Ласковое лицо доктора, его добрый голос, а главное, леденец, протянутый ей, возымели свое действие, и Дуня робко вылезла из своего угла и подошла к врачу.
Тот тщательно выслушал ей грудь, сердце. Осмотрел горло, глаза, причем страшный предмет, испугавший на первых порах девочку и оказавшийся докторской трубкой для выслушивания, теперь уже не страшил ее. Покончив с освидетельствованием новенькой, Николай Николаевич сказал:
– Субъект здоровый на редкость. За эту ручаюсь. Ни истерии, ни «обожаний» у нее не будет. Крепкий продукт деревни. Дай-то нам бог побольше таких ребят.
И поцеловав смущенную малютку, он пожал руки обеим надзирательницам и уехал из приюта, пообещав быть завтра, сказав, что в прививке оспы пока что новенькая не нуждается.
Глава восьмая
Короткий осенний день клонится к вечеру.
В классных приюта зажжены лампы. В старшем отделении педагогичка-воспитательница Антонина Николаевна Куликова дает урок русского языка.
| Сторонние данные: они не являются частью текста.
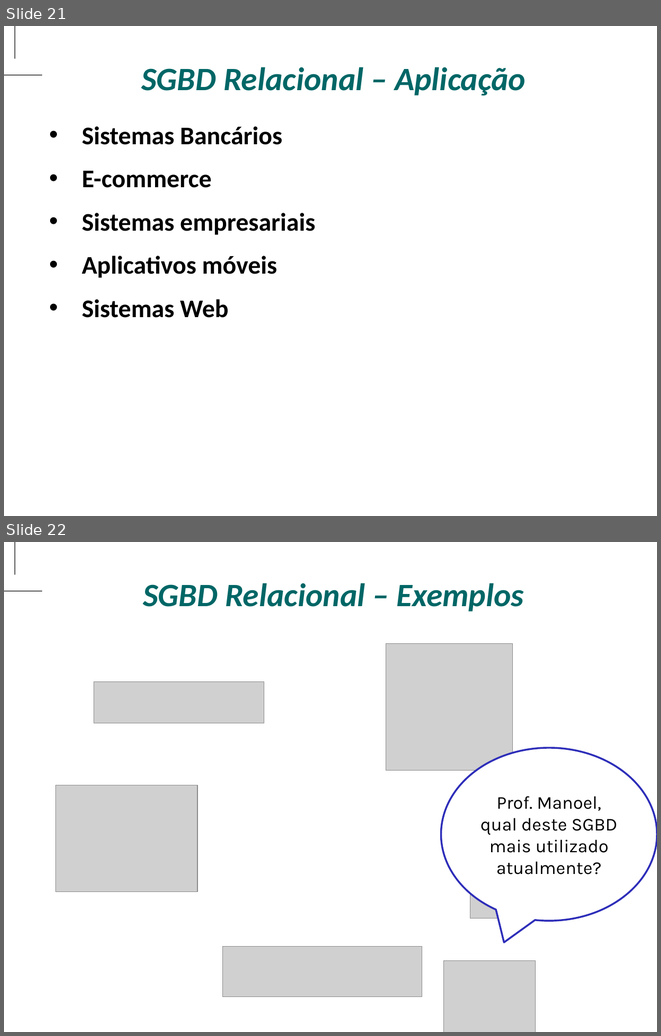
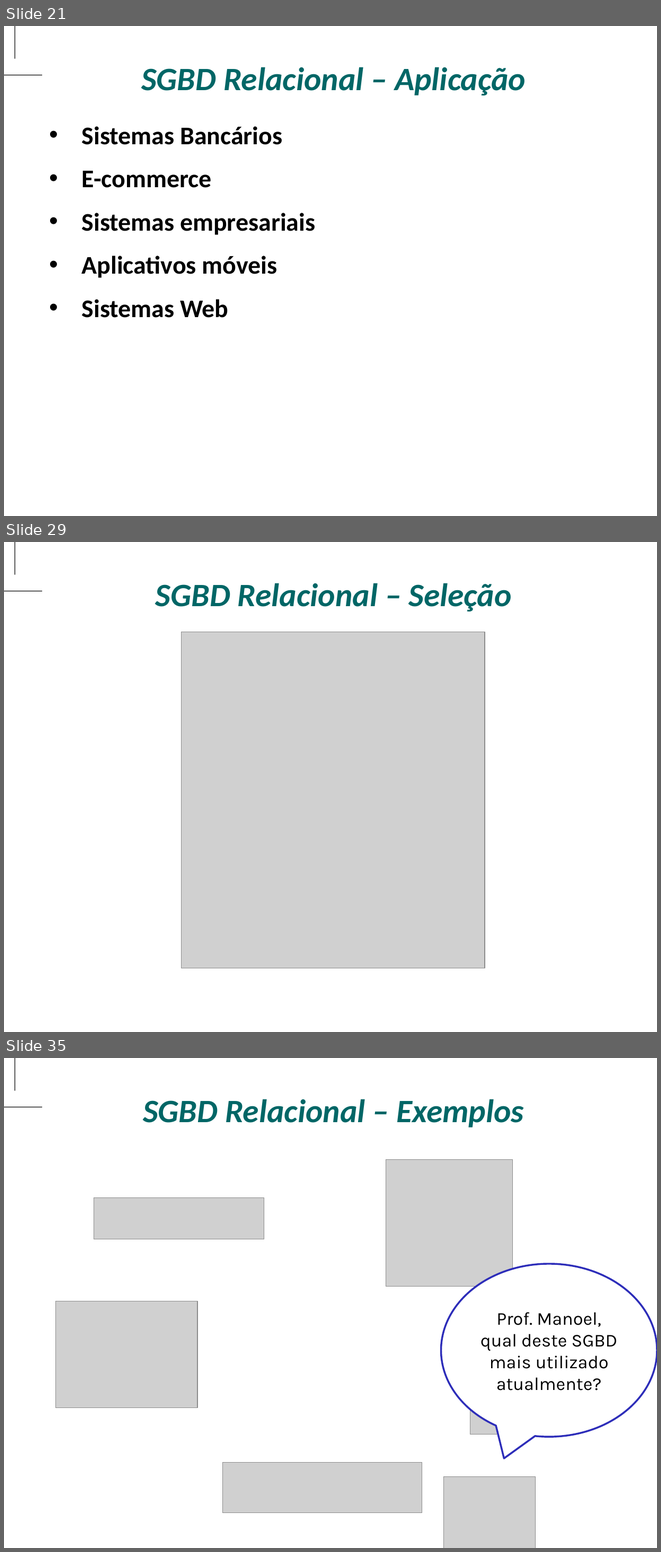
Before and after one commit to antoniomralmeida/bd, a slide deck: BANCO DE DADOS.pptx. Shown one above the other, each under a label of ours: slides 21 and 22 before the commit, slides 21, 29 and 35 after it; the slides between them are not shown. The pictures are 661x1036 and 661x1552 pixels, drawn with LibreOffice and Linux fonts; fonts in the diff are those of the drawing; grey boxes stand for pictures; background and template pictures are left out. Boxes give left, top, right and bottom in pixels: in the first picture for what was removed or moved away, otherwise in the second. Text is boxed around its words. In the diff, an @@ line names an element or a change of style, - is before the commit and + after.

```diff
--- a/BANCO DE DADOS.pptx
+++ b/BANCO DE DADOS.pptx
@@ slide 29 added at (x1=4, y1=542, x2=657, y2=1032), background picture (left out); not listed: 2 template elements that a slide beside it also shows @@
@@ text added at (x1=156, y1=583, x2=512, y2=611), 36 pt, text #006666, bold, italic @@
+SGBD Relacional – Seleção
@@ picture added at (x1=182, y1=632, x2=485, y2=968) @@
@@ what was slide 22 is now slide 35 @@
```
Also in this commit, not shown: 4 slides changed, 12 other slides added.

В среднем отделении приютский батюшка отец Модест, еще молодой, худощавый человек с лицом аскета и строгими пытливыми глазами, рассказывает историю выхода иудеев из Египта.
В младшем отделении горбатенькая надзирательница рисует на доске печатные буквы и заставляет девочек хором их называть.
– Это «а…», «а», а вот «б». Повторите.
И девочки хором повторяют нараспев:
– А… б…
Дуня с изумлением оглядывает непривычную ей обстановку.
В большой классной комнате до двадцати парт. Темные деревянные столики с покатыми крышками, к ним приделаны скамейки. На каждой скамье помещается по две девочки. Подле Дуни сидит Дорушка… Через небольшой промежуток (скамейки поставлены двумя рядами в классной, образуя посередине проход) – костлявая Васса, рядом с ней хорошенькая Любочка Орешкина. Направо виднеется золотушное личико Оли Чурковой.
Все здесь поражает несказанно Дуню. И черные доски, на которых можно писать кусочками мела, и покатые пюпитры, и чернильницы, вделанные, словно вросшие в них.
– В… Г… – выписывает тетя Леля.
– В… Г… – повторяют дружным хором малютки-стрижки.
Белые буквы рябят в глазах Дуни. Устало клонится наполненная самыми разнородными впечатлениями головка ребенка…
Двенадцатичасовой переезд на «чугунке»… Новые лица… Тетя Леля… Доктор… Сад… Плачущая Феничка… Котята… И эти буквы, белые, как молоко, на черном поле доски…
– Не спи, не спи! Слышь?.. В четыре чай пить будем! – последней сознательной фразой звенит в ее ушах знакомый уже Дуне Дорушкин голосок, и, измученная вконец, она падает головой на пюпитр.